I like flat dishes, since I cant imagine they like their whiskers touching the sides and food doesnt get stuck in corners. They have really cute ones at walmart for $1.98 that are different colors, with mice and fish designs on them


----------



## yingying (Jul 19, 2011)

To ppl who actually buy pet dishes at dollar store: If you are buying the ceramic ones, I seriously suggest you NOT buy from cheap source (actually same for the ones your are using). There are different techniques for applying color on ceramic. It can either be applied on top of the glaze layer or under the glaze layer. If it is on top, your cat would ingest a trace amount of the substance. It's not good in long run. Even for the ones that has color under glaze, you should replace them after 2-3 years, because the glaze will wear off. 

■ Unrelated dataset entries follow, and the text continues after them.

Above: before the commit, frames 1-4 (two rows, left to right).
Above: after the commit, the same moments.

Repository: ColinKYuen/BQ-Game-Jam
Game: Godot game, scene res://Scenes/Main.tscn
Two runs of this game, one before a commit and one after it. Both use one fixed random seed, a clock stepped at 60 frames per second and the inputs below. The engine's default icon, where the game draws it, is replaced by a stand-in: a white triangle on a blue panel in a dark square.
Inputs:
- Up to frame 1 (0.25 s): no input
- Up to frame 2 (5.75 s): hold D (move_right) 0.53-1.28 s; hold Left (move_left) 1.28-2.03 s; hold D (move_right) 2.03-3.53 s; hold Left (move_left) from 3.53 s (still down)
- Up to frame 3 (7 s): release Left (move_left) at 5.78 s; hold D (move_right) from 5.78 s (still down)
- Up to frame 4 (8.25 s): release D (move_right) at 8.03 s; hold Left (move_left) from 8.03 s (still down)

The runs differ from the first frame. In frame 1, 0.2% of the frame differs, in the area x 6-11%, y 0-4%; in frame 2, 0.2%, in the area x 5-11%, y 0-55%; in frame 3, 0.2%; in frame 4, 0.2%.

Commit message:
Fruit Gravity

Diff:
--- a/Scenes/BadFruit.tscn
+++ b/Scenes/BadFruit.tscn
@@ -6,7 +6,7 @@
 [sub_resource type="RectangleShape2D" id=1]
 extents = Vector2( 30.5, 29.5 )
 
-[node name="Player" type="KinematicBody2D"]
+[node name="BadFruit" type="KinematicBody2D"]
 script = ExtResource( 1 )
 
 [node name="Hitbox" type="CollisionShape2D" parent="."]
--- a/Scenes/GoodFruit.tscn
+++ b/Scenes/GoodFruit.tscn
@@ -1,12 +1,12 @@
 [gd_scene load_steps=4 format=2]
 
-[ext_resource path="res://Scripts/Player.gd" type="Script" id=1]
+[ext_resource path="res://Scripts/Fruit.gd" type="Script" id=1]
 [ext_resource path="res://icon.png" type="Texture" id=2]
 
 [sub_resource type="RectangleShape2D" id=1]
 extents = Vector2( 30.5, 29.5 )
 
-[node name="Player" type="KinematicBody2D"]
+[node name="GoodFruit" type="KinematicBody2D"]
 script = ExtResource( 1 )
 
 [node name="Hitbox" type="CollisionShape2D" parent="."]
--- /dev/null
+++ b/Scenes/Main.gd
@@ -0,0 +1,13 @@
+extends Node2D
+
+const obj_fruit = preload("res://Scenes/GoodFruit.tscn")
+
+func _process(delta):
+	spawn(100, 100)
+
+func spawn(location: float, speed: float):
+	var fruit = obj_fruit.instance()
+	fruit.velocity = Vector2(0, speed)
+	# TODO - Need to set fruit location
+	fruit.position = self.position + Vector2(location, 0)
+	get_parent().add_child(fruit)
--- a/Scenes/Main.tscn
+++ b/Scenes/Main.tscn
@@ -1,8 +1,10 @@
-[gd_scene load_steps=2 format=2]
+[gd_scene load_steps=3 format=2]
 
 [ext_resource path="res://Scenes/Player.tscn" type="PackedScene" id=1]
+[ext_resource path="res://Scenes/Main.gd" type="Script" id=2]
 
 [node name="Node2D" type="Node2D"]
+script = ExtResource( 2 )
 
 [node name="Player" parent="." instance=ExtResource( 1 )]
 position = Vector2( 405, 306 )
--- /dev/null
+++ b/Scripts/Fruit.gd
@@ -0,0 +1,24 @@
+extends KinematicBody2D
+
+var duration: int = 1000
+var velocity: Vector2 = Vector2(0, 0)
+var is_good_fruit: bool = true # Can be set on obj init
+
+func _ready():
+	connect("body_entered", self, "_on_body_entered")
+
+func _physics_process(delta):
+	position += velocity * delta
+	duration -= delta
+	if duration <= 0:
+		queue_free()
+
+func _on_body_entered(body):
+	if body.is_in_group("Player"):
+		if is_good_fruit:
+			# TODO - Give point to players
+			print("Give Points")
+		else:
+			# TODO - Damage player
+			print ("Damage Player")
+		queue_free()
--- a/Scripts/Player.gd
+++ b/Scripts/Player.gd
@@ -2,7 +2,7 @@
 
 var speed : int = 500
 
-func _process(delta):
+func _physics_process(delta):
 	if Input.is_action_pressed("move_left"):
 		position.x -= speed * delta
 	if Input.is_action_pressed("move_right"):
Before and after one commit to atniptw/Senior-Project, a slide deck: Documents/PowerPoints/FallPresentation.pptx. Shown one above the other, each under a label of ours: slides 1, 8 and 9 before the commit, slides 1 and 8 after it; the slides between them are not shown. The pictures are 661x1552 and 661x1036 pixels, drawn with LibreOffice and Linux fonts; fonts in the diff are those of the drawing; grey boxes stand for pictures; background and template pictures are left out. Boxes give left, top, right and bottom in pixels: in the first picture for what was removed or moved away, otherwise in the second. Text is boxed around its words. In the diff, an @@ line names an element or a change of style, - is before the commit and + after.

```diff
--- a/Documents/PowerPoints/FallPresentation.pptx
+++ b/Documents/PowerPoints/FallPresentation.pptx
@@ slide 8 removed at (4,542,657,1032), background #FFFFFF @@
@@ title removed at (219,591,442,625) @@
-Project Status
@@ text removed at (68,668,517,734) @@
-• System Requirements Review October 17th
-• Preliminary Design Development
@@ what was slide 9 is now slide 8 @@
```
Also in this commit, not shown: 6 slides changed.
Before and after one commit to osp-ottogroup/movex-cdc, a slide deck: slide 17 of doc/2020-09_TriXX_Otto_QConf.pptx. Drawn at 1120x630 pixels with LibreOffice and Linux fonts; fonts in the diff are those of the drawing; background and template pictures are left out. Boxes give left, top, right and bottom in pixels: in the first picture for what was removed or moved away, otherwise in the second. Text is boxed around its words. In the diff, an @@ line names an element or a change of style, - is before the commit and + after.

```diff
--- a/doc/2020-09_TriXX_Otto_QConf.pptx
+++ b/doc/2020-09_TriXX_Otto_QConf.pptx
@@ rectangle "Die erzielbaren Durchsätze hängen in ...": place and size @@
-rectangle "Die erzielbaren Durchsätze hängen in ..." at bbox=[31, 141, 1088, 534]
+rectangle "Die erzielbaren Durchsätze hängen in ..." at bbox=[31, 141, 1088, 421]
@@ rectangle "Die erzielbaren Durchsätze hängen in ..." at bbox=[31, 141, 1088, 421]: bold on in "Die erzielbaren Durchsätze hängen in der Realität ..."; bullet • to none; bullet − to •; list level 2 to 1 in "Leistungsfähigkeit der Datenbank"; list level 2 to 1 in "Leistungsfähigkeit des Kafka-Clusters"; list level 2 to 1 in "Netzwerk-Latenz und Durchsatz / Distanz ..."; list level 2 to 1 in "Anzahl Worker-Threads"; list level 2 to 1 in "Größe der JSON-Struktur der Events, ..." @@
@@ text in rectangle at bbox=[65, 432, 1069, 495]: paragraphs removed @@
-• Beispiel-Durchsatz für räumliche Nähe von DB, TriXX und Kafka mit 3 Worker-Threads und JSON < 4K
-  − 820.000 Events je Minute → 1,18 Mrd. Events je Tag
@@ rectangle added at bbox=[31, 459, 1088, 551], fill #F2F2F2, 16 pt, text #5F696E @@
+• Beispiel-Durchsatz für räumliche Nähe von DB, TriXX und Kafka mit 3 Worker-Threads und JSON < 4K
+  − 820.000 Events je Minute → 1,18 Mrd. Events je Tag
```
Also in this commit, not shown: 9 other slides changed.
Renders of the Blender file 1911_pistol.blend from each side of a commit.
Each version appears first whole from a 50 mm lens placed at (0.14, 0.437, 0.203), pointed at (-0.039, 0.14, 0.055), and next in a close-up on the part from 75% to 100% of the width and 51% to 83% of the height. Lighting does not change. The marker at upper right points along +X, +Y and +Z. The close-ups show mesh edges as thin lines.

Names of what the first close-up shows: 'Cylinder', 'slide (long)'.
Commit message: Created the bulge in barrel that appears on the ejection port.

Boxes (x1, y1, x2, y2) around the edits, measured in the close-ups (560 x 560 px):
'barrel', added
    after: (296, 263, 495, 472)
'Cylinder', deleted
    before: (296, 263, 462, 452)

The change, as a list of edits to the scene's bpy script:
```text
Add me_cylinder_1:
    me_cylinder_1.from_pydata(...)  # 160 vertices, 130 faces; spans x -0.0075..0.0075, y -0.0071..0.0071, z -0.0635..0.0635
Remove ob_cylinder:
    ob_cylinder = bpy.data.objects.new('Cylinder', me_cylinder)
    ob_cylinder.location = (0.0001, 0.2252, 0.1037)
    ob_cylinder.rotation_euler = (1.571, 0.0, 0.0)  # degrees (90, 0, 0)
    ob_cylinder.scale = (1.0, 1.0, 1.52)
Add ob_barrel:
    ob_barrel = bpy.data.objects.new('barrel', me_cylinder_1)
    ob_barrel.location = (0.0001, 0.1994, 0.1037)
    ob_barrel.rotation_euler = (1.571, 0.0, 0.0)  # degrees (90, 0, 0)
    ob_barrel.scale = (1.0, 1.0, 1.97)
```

Since it requires more procedures to apply color before firing the dish, I would assume all ceramics sold in dollar store have the color applied on top of glaze.


----------



## cinderflower (Apr 22, 2012)

you're absolutely right. the ones at t.j. maxx and ross are sold in pet stores for a lot more, i guess the ones that didn't sell well end up there. i don't know anything about the dollar store, i even stopped buying at ross because everything i bought there was junk and fell apart.

humans shouldn't eat from poorly or improperly glazed ceramic dishware either. lead leaches into the food. i hate walmart and never shop there but i would be highly suspect of any of the dishes they sell.


----------



## Ted (Aug 28, 2011)

Good point about the dollar store!

I think I'll stick with my original plan to buy Corelle dishes.


----------



## spotty cats (Sep 23, 2011)

Mine are fed on several large 'people' plates. Very occasionally paper plates, we feed raw and it's gobbled up too fast to soak in or stick to the paper plate.




yingying said:


> To ppl who actually buy pet dishes at dollar store: If you are buying the ceramic ones, I seriously suggest you NOT buy from cheap source (actually same for the ones your are using)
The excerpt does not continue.